This repository contains the code to reproduce the experiments performed in the Dynamical Mean-Field Theory of Self-Attention Neural Networks article.
Transformer-based models have demonstrated exceptional performance across diverse domains, becoming the state-of-the-art solution for addressing sequential machine learning problems. Even though we have a general understanding of the fundamental components in the transformer architecture, little is known about how they operate or what are their expected dynamics. Recently, there has been an increasing interest in exploring the relationship between attention mechanisms and Hopfield networks, promising to shed light on the statistical physics of transformer networks. However, to date, the dynamical regimes of transformer-like models have not been studied in depth.

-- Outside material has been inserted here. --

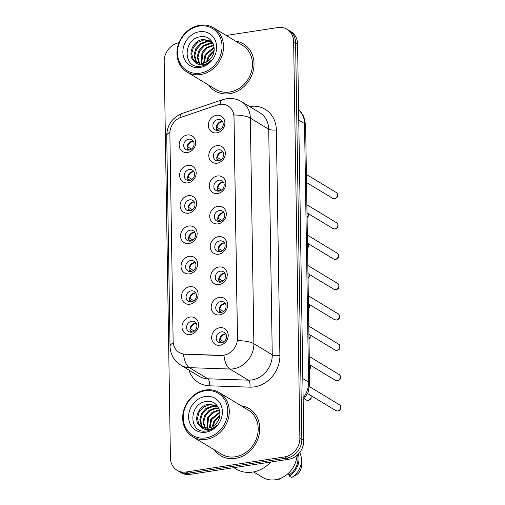<?xml version="1.0" encoding="UTF-8"?>
<svg xmlns="http://www.w3.org/2000/svg" width="505" height="505" viewBox="0 0 505 505"><rect width="100%" height="100%" fill="white"/><g stroke="black" fill="none" stroke-linecap="round" stroke-linejoin="round"><path stroke-width="0.76" d="M188.03 182.854A9.166 7.941 121.2 0 1 179.61 175.361A9.166 7.941 121.2 0 1 187.759 165.331A9.166 7.941 121.2 0 1 196.18 172.824A9.166 7.941 121.2 0 1 188.03 182.854M189.28 169.503A5.732 4.962 -58.8 0 0 184.413 174.048A5.732 4.962 -58.8 0 0 186.402 179.881A5.732 4.962 -58.8 0 0 189.451 180.455A5.732 4.962 -58.8 0 0 194.318 175.917A5.732 4.962 -58.8 0 0 192.329 170.078A5.732 4.962 -58.8 0 0 189.28 169.503M188.51 213.192A9.166 7.941 121.2 0 1 180.089 205.699A9.166 7.941 121.2 0 1 188.232 195.669A9.166 7.941 121.2 0 1 196.66 203.161A9.166 7.941 121.2 0 1 188.51 213.192M189.754 199.847A5.732 4.962 -58.8 0 0 184.893 204.386A5.732 4.962 -58.8 0 0 186.875 210.225A5.732 4.962 -58.8 0 0 189.93 210.8A5.732 4.962 -58.8 0 0 194.797 206.255A5.732 4.962 -58.8 0 0 192.809 200.422A5.732 4.962 -58.8 0 0 189.754 199.847M188.984 243.536A9.166 7.941 121.2 0 1 180.563 236.043A9.166 7.941 121.2 0 1 188.712 226.013A9.166 7.941 121.2 0 1 197.133 233.506A9.166 7.941 121.2 0 1 188.984 243.536M190.233 230.185A5.732 4.962 -58.8 0 0 185.367 234.73A5.732 4.962 -58.8 0 0 187.355 240.563A5.732 4.962 -58.8 0 0 190.404 241.137A5.732 4.962 -58.8 0 0 195.271 236.599A5.732 4.962 -58.8 0 0 193.282 230.76A5.732 4.962 -58.8 0 0 190.233 230.185M189.463 273.874A9.166 7.941 121.2 0 1 181.042 266.381A9.166 7.941 121.2 0 1 189.186 256.351A9.166 7.941 121.2 0 1 197.613 263.844A9.166 7.941 121.2 0 1 189.463 273.874M190.707 260.529A5.732 4.962 -58.8 0 0 185.846 265.068A5.732 4.962 -58.8 0 0 187.828 270.907A5.732 4.962 -58.8 0 0 190.884 271.482A5.732 4.962 -58.8 0 0 195.751 266.937A5.732 4.962 -58.8 0 0 193.762 261.104A5.732 4.962 -58.8 0 0 190.707 260.529M189.937 304.218A9.166 7.941 121.2 0 1 181.516 296.725A9.166 7.941 121.2 0 1 189.665 286.695A9.166 7.941 121.2 0 1 198.086 294.188A9.166 7.941 121.2 0 1 189.937 304.218M191.187 290.867A5.732 4.962 -58.8 0 0 186.32 295.412A5.732 4.962 -58.8 0 0 188.308 301.245A5.732 4.962 -58.8 0 0 191.357 301.82A5.732 4.962 -58.8 0 0 196.224 297.281A5.732 4.962 -58.8 0 0 194.236 291.442A5.732 4.962 -58.8 0 0 191.187 290.867M190.417 334.556A9.166 7.941 121.2 0 1 181.996 327.063A9.166 7.941 121.2 0 1 190.139 317.033A9.166 7.941 121.2 0 1 198.566 324.526A9.166 7.941 121.2 0 1 190.417 334.556M191.66 321.212A5.732 4.962 -58.8 0 0 186.799 325.75A5.732 4.962 -58.8 0 0 188.782 331.589A5.732 4.962 -58.8 0 0 191.837 332.164A5.732 4.962 -58.8 0 0 196.704 327.619A5.732 4.962 -58.8 0 0 194.715 321.786A5.732 4.962 -58.8 0 0 191.66 321.212M187.557 152.51A9.166 7.941 121.2 0 1 179.136 145.017A9.166 7.941 121.2 0 1 187.279 134.987A9.166 7.941 121.2 0 1 195.7 142.479A9.166 7.941 121.2 0 1 187.557 152.51M188.801 139.165A5.732 4.962 -58.8 0 0 183.934 143.704A5.732 4.962 -58.8 0 0 185.922 149.543A5.732 4.962 -58.8 0 0 188.977 150.118A5.732 4.962 -58.8 0 0 193.844 145.573A5.732 4.962 -58.8 0 0 191.856 139.74A5.732 4.962 -58.8 0 0 188.801 139.165M217.207 163.178A9.166 7.941 121.2 0 1 208.78 155.685A9.166 7.941 121.2 0 1 216.929 145.655A9.166 7.941 121.2 0 1 225.35 153.148A9.166 7.941 121.2 0 1 217.207 163.178M218.45 149.827A5.732 4.962 -58.8 0 0 213.583 154.372A5.732 4.962 -58.8 0 0 215.572 160.205A5.732 4.962 -58.8 0 0 218.621 160.779A5.732 4.962 -58.8 0 0 223.488 156.241A5.732 4.962 -58.8 0 0 221.506 150.402A5.732 4.962 -58.8 0 0 218.45 149.827M217.68 193.522A9.166 7.941 121.2 0 1 209.259 186.023A9.166 7.941 121.2 0 1 217.409 175.993A9.166 7.941 121.2 0 1 225.83 183.485A9.166 7.941 121.2 0 1 217.68 193.522M218.93 180.171A5.732 4.962 -58.8 0 0 214.063 184.716A5.732 4.962 -58.8 0 0 216.045 190.549A5.732 4.962 -58.8 0 0 219.101 191.124A5.732 4.962 -58.8 0 0 223.968 186.579A5.732 4.962 -58.8 0 0 221.979 180.746A5.732 4.962 -58.8 0 0 218.93 180.171M218.16 223.86A9.166 7.941 121.2 0 1 209.733 216.367A9.166 7.941 121.2 0 1 217.882 206.337A9.166 7.941 121.2 0 1 226.303 213.83A9.166 7.941 121.2 0 1 218.16 223.86M219.404 210.509A5.732 4.962 -58.8 0 0 214.537 215.054A5.732 4.962 -58.8 0 0 216.525 220.887A5.732 4.962 -58.8 0 0 219.574 221.468A5.732 4.962 -58.8 0 0 224.441 216.923A5.732 4.962 -58.8 0 0 222.459 211.084A5.732 4.962 -58.8 0 0 219.404 210.509M218.633 254.204A9.166 7.941 121.2 0 1 210.213 246.705A9.166 7.941 121.2 0 1 218.362 236.675A9.166 7.941 121.2 0 1 226.783 244.167A9.166 7.941 121.2 0 1 218.633 254.204M219.883 240.853A5.732 4.962 -58.8 0 0 215.016 245.398A5.732 4.962 -58.8 0 0 216.998 251.231A5.732 4.962 -58.8 0 0 220.054 251.806A5.732 4.962 -58.8 0 0 224.921 247.261A5.732 4.962 -58.8 0 0 222.932 241.428A5.732 4.962 -58.8 0 0 219.883 240.853M219.113 284.542A9.166 7.941 121.2 0 1 210.692 277.049A9.166 7.941 121.2 0 1 218.835 267.019A9.166 7.941 121.2 0 1 227.256 274.512A9.166 7.941 121.2 0 1 219.113 284.542M220.357 271.191A5.732 4.962 -58.8 0 0 215.49 275.736A5.732 4.962 -58.8 0 0 217.478 281.569A5.732 4.962 -58.8 0 0 220.527 282.15A5.732 4.962 -58.8 0 0 225.394 277.605A5.732 4.962 -58.8 0 0 223.412 271.772A5.732 4.962 -58.8 0 0 220.357 271.191M219.587 314.886A9.166 7.941 121.2 0 1 211.166 307.393A9.166 7.941 121.2 0 1 219.315 297.357A9.166 7.941 121.2 0 1 227.736 304.856A9.166 7.941 121.2 0 1 219.587 314.886M220.836 301.536A5.732 4.962 -58.8 0 0 215.97 306.08A5.732 4.962 -58.8 0 0 217.952 311.913A5.732 4.962 -58.8 0 0 221.007 312.488A5.732 4.962 -58.8 0 0 225.874 307.943A5.732 4.962 -58.8 0 0 223.885 302.11A5.732 4.962 -58.8 0 0 220.836 301.536M220.066 345.224A9.166 7.941 121.2 0 1 211.645 337.731A9.166 7.941 121.2 0 1 219.789 327.701A9.166 7.941 121.2 0 1 228.209 335.194A9.166 7.941 121.2 0 1 220.066 345.224M221.31 331.873A5.732 4.962 -58.8 0 0 216.443 336.418A5.732 4.962 -58.8 0 0 218.431 342.251A5.732 4.962 -58.8 0 0 221.48 342.832A5.732 4.962 -58.8 0 0 226.347 338.287A5.732 4.962 -58.8 0 0 224.365 332.454A5.732 4.962 -58.8 0 0 221.31 331.873M216.727 132.84A9.166 7.941 121.2 0 1 208.306 125.341A9.166 7.941 121.2 0 1 216.456 115.31A9.166 7.941 121.2 0 1 224.876 122.803A9.166 7.941 121.2 0 1 216.727 132.84M217.977 119.489A5.732 4.962 -58.8 0 0 213.11 124.028A5.732 4.962 -58.8 0 0 215.092 129.867A5.732 4.962 -58.8 0 0 218.147 130.441A5.732 4.962 -58.8 0 0 223.014 125.896A5.732 4.962 -58.8 0 0 221.026 120.064A5.732 4.962 -58.8 0 0 217.977 119.489M188.365 180.5A5.732 4.962 121.2 0 1 188.264 175.02A5.732 4.962 121.2 0 1 192.708 171.58A5.732 4.962 121.2 0 1 193.794 171.536M188.845 210.844A5.732 4.962 121.2 0 1 188.737 205.358A5.732 4.962 121.2 0 1 193.188 201.924A5.732 4.962 121.2 0 1 194.273 201.874M189.318 241.182A5.732 4.962 121.2 0 1 189.217 235.702A5.732 4.962 121.2 0 1 193.661 232.262A5.732 4.962 121.2 0 1 194.747 232.218M189.798 271.526A5.732 4.962 121.2 0 1 189.691 266.04A5.732 4.962 121.2 0 1 194.141 262.606A5.732 4.962 121.2 0 1 195.227 262.562M190.271 301.864A5.732 4.962 121.2 0 1 190.17 296.385A5.732 4.962 121.2 0 1 194.614 292.944A5.732 4.962 121.2 0 1 195.7 292.9M190.751 332.208A5.732 4.962 121.2 0 1 190.644 326.722A5.732 4.962 121.2 0 1 195.094 323.288A5.732 4.962 121.2 0 1 196.18 323.244M187.892 150.162A5.732 4.962 121.2 0 1 187.784 144.676A5.732 4.962 121.2 0 1 192.235 141.242A5.732 4.962 121.2 0 1 193.32 141.192M217.541 160.83A5.732 4.962 121.2 0 1 217.434 155.344A5.732 4.962 121.2 0 1 221.884 151.904A5.732 4.962 121.2 0 1 222.964 151.86M218.015 191.168A5.732 4.962 121.2 0 1 217.914 185.682A5.732 4.962 121.2 0 1 222.358 182.248A5.732 4.962 121.2 0 1 223.444 182.204M218.495 221.512A5.732 4.962 121.2 0 1 218.387 216.026A5.732 4.962 121.2 0 1 222.838 212.586A5.732 4.962 121.2 0 1 223.917 212.542M218.968 251.85A5.732 4.962 121.2 0 1 218.867 246.364A5.732 4.962 121.2 0 1 223.311 242.93A5.732 4.962 121.2 0 1 224.397 242.886M219.448 282.194A5.732 4.962 121.2 0 1 219.34 276.708A5.732 4.962 121.2 0 1 223.791 273.268A5.732 4.962 121.2 0 1 224.87 273.224M219.921 312.532A5.732 4.962 121.2 0 1 219.82 307.046A5.732 4.962 121.2 0 1 224.264 303.612A5.732 4.962 121.2 0 1 225.35 303.568M220.401 342.876A5.732 4.962 121.2 0 1 220.294 337.39A5.732 4.962 121.2 0 1 224.744 333.95A5.732 4.962 121.2 0 1 225.823 333.906M217.062 130.486A5.732 4.962 121.2 0 1 216.961 125A5.732 4.962 121.2 0 1 221.405 121.566A5.732 4.962 121.2 0 1 222.49 121.522M217.333 104.971A15.472 13.395 121.2 0 1 219.757 104.377A15.472 13.395 121.2 0 1 228.001 105.93A15.472 13.395 121.2 0 1 233.973 117.021L237.445 338.281A15.472 13.395 121.2 0 1 221.266 355.356L184.918 354.15A15.472 13.395 121.2 0 1 179.105 352.446A15.472 13.395 121.2 0 1 173.133 341.355L169.869 133.617A15.472 13.395 121.2 0 1 181.194 117.28L217.333 104.971M208.729 85.162A27.497 23.817 -58.8 0 0 214.928 90.925A27.497 23.817 -58.8 0 0 229.579 93.684A27.497 23.817 -58.8 0 0 252.942 71.88A27.497 23.817 -58.8 0 0 243.41 43.872A27.497 23.817 -58.8 0 0 235.431 41.05A27.497 23.817 -58.8 0 1 243.41 43.872A27.497 23.817 -58.8 0 1 252.942 71.88A27.497 23.817 -58.8 0 1 229.579 93.684A27.497 23.817 -58.8 0 1 214.928 90.925A27.497 23.817 -58.8 0 1 208.729 85.162M214.461 449.917A27.497 23.817 -58.8 0 0 220.66 455.674A27.497 23.817 -58.8 0 0 235.311 458.439A27.497 23.817 -58.8 0 0 258.674 436.629A27.497 23.817 -58.8 0 0 249.135 408.621A27.497 23.817 -58.8 0 0 241.156 405.799A27.497 23.817 -58.8 0 1 249.135 408.621A27.497 23.817 -58.8 0 1 258.674 436.629A27.497 23.817 -58.8 0 1 235.311 458.439A27.497 23.817 -58.8 0 1 220.66 455.674A27.497 23.817 -58.8 0 1 214.461 449.917M233.979 114.976L237.527 340.616A20.055 5.877 -0.9 0 1 253.882 343.722A22.914 19.846 121.2 0 1 233.512 368.801A22.914 19.846 121.2 0 1 229.914 369.016L189.407 367.672A22.914 19.846 121.2 0 1 180.796 365.153L199.178 376.276A22.914 19.846 -58.8 0 0 207.789 378.794L248.29 380.145A22.914 19.846 -58.8 0 0 251.894 379.924A22.914 19.846 -58.8 0 0 272.258 354.845L268.717 129.204A22.914 19.846 -58.8 0 0 259.873 112.773L241.491 101.644A22.914 19.846 121.2 0 1 250.335 118.082A20.055 5.877 179.1 0 0 233.979 114.976M178.972 42.704A17.189 14.885 -58.8 0 0 164.194 61.427L170.425 457.947A17.189 14.885 -58.8 0 0 177.059 470.269L180.979 472.642A17.189 14.885 -58.8 0 0 190.139 474.365L288.519 459.304L286.556 458.117A17.189 14.885 -58.8 0 0 301.832 439.306L295.602 42.786A17.189 14.885 -58.8 0 0 288.967 30.464A17.189 14.885 -58.8 0 1 295.602 42.786L301.832 439.306A17.189 14.885 -58.8 0 1 286.556 458.117L188.176 473.185L286.556 458.117L284.599 456.93A17.189 14.885 -58.8 0 0 299.875 438.119L293.645 41.599A17.189 14.885 -58.8 0 0 287.01 29.277A17.189 14.885 -58.8 0 0 277.851 27.554L226.196 35.464M179.023 471.455A17.189 14.885 -58.8 0 0 188.176 473.185A17.189 14.885 -58.8 0 1 179.023 471.455M225.962 354.851L221.626 355.57L183.473 354.156A20.055 9.021 91.9 0 0 189.407 367.672L207.789 378.794A5.732 2.575 -88.1 0 1 209.423 385.814A28.646 24.808 121.2 0 1 188.895 370.051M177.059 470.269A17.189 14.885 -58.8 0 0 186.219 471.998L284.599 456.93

In this paper, we address this gap by using methods for the study of asymmetric Hopfield networks in nonequilibrium regimes --namely path integral methods over generating functionals, yielding dynamics governed by concurrent mean-field variables. Assuming 1-bit tokens and weights, we derive analytical approximations for the behavior of large self-attention neural networks coupled to a softmax output, which become exact in the large limit size. Our findings reveal nontrivial dynamical phenomena, including nonequilibrium phase transitions associated with chaotic bifurcations, even for very simple configurations with a few encoded features and a very short context window. Finally, we discuss the potential of our analytic approach to improve our understanding of the inner workings of transformer models, potentially reducing computational training costs and enhancing model interpretability.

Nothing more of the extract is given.